KARACHI: At the Oil and Gas Regulatory Authority (Ogra) public hearing hung on Monday, the Sui Southern Gas Firm (SSGC) petitioned for a rise of Rs153.16 per mmbtu in the recommended rates of gas for 2021-22 to meet the profits shortfall as well as RLNG services.
On the other hand, the CNG market and also market stakeholders called this suggested rise unjustified as well as prompted the gas firm to present audited documents as well as work on radical decrease in unaccounted for gas (UFG) losses.
In its prayer, the SSGC requested Ogra to permit net rise of Rs3.395 billion, or Rs10.65 per mmbtu, in the earnings demand of the aboriginal gas organization (consisting of LPG air mix consumer).
Aptma claims recommended rates not sustainable
On the other hand, in its recommendations, All Pakistan Textile Mills Organization (Aptma-South) stated that prescribed costs were not lasting. It requested Ogra to prohibit much of the changes and advised for out-of-the-box options.
The utility principal acknowledges the concern of unannounced gas loadshedding that has actually made residential customers’ life unpleasant
” Ogra might suggest exercise of GIDC [Gas Framework Advancement Cess] to cause decrease in gas costs. UFG, induction of LNG and also wellhead costs are not sustainable and require significant down alteration. Decrease of indigenous gas is not sustainable. Ogra/SSGC needs to inform the federal government. Based On Ogra Statute 2002, it is needed to reduce economic distortions, send out ideal price signals and also security of consumers. All suggested costs need to be decreased. Export-oriented, zero-rated industries, including its connected power generation plants, require to be fixed at Rs450 per mmbtu,” the body recommended.
Entrepreneur as well as sector leader Zubair Motiwala said there was a requirement for an even playing field and fair practices. “Break this syndicate which has developed all these problems. I believe I can take a seat with you and also prove that there is space for Rs59 decrease in the price. Kindly comprehend our future, the future of our generations and the big populace depends upon the industrialisation in this nation.”

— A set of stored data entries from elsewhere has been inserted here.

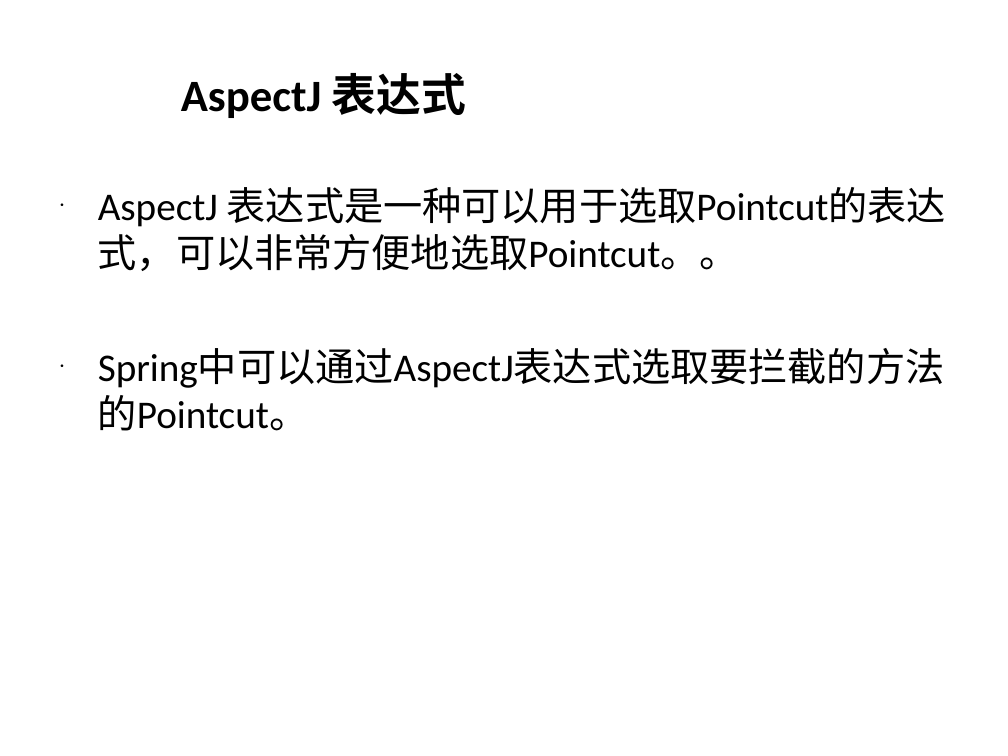
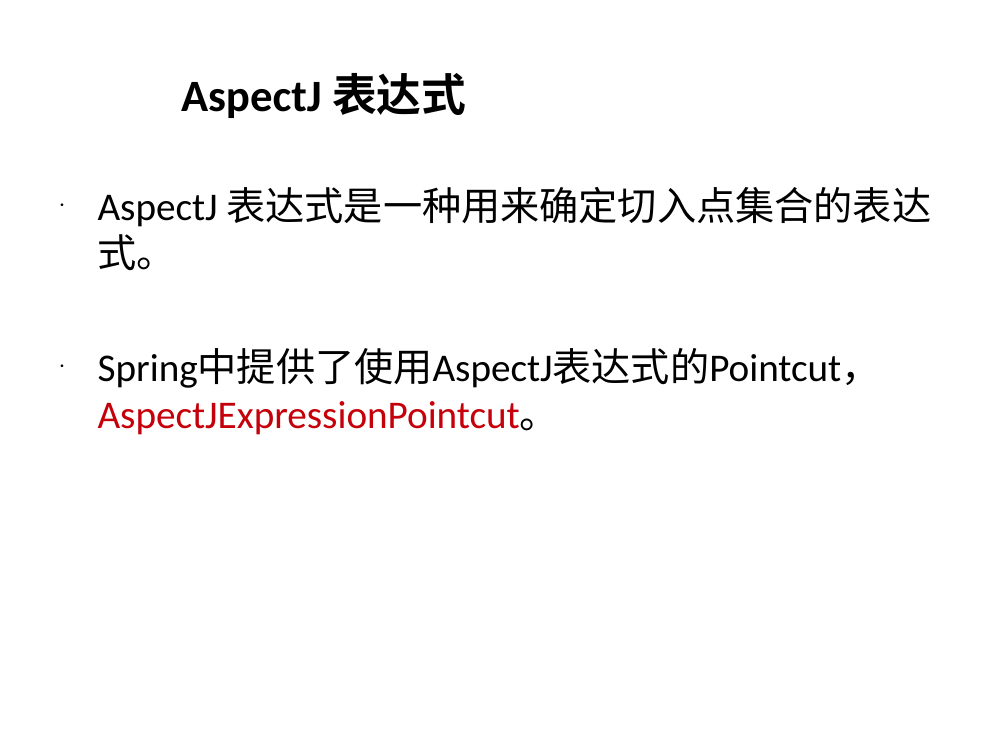
Before and after one commit to burstinair/clouddrive, a slide deck: slide 37 of Spring 学习分享.ppt (slide 40 before the commit). Drawn at 1008x756 pixels with LibreOffice and Linux fonts; fonts in the diff are those of the drawing; background and template pictures are left out. Boxes give left, top, right and bottom in pixels: in the first picture for what was removed or moved away, otherwise in the second. Text is boxed around its words. In the diff, an @@ line names an element or a change of style, - is before the commit and + after.

```diff
--- a/Spring 学习分享.ppt
+++ b/Spring 学习分享.ppt
@@ text at [98,187,932,435]: text changed @@
-• AspectJ 表达式是一种可以用于选取Pointcut的表达式，可以非常方便地选取Pointcut。。
-• Spring中可以通过AspectJ表达式选取要拦截的方法的Pointcut。
+• AspectJ 表达式是一种用来确定切入点集合的表达式。
+• Spring中提供了使用AspectJ表达式的Pointcut，AspectJExpressionPointcut。
```
Also in this commit, not shown: 52 other slides changed, 1 slide added, 4 slides removed.
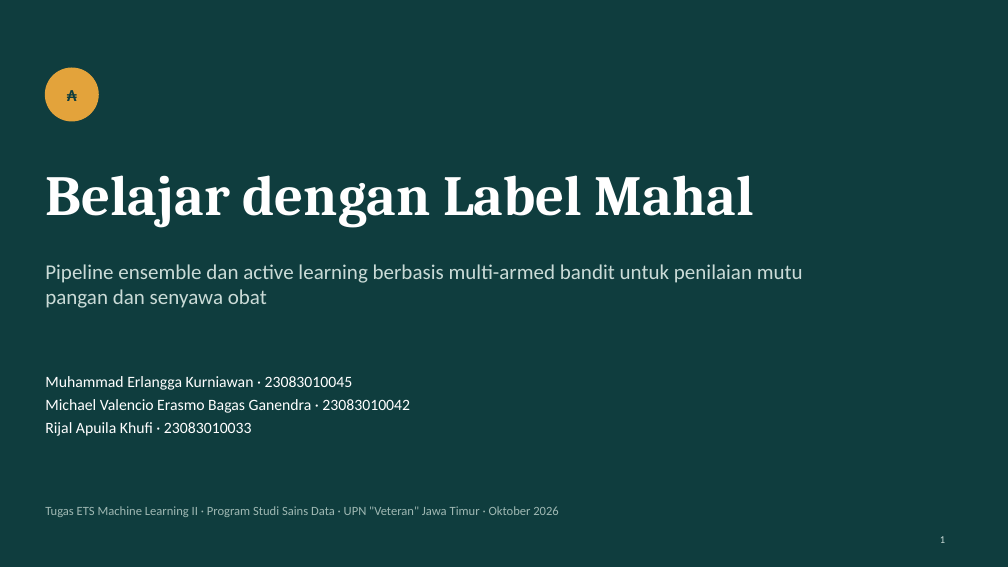
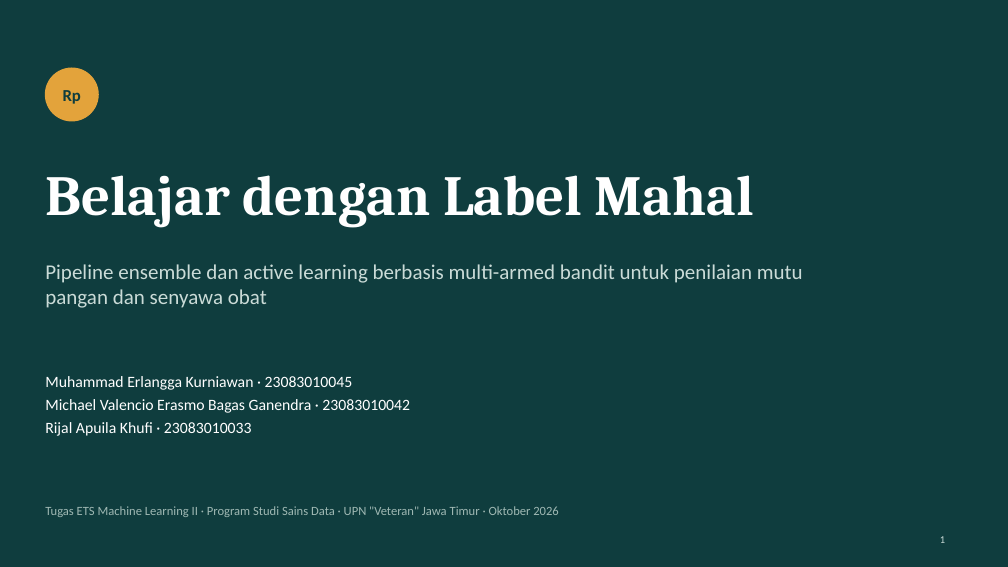
Before and after one commit to MuhammadErlanggaKurniawan/ets-ml2-kelompok, a slide deck: slide 1 of deck/ETS_ML2_Belajar_dengan_Label_Mahal.pptx. Drawn at 1008x567 pixels with LibreOffice and Linux fonts; fonts in the diff are those of the drawing. Boxes give left, top, right and bottom in pixels: in the first picture for what was removed or moved away, otherwise in the second. Text is boxed around its words. In the diff, an @@ line names an element or a change of style, - is before the commit and + after.

Commit message:
fix(deck): image charts for Google Slides and text fixes from visual QA

```diff
--- a/deck/ETS_ML2_Belajar_dengan_Label_Mahal.pptx
+++ b/deck/ETS_ML2_Belajar_dengan_Label_Mahal.pptx
@@ text at <box>63,90,81,104</box>: text changed @@
-₳
+Rp
```
Also in this commit, not shown: 11 other slides changed, 11 other files.

He went to claim that “anarchy was being invited” as a result of this unfair playing field as well as syndicate.
The industry is not prepared to buy RLNG under compulsion, he said, adding that strategies consisting of rejection of link to brand-new units were being utilized.
‘ CNG sector is completed in Sindh’
Abdul Sami Khan, chairman of the CNG Dealers Organization, stated the CNG sector was ended up in Sindh. “Things are so bad that CNG dealerships are struggling. It’s been 20 days as well as the industry is falling down. The reason this sector was propped up to reduced gas imports, we spent billions and also currently no person is there to hear our complaints. A previous federal government advisor had actually recommended the market relocate to RLNG. He stated after transferring to RLNG we will not have any trouble. The CNG market is enduring because we don’t have gas. We just want the gas we produce, as outlined in the Constitution,” he said.
“The SSGC has a terrific responsibility but regrettably we are being overburdened. Why is there gas theft? This needs to be considered to make sure that these thefts are over and also we get access to that gas,” he said.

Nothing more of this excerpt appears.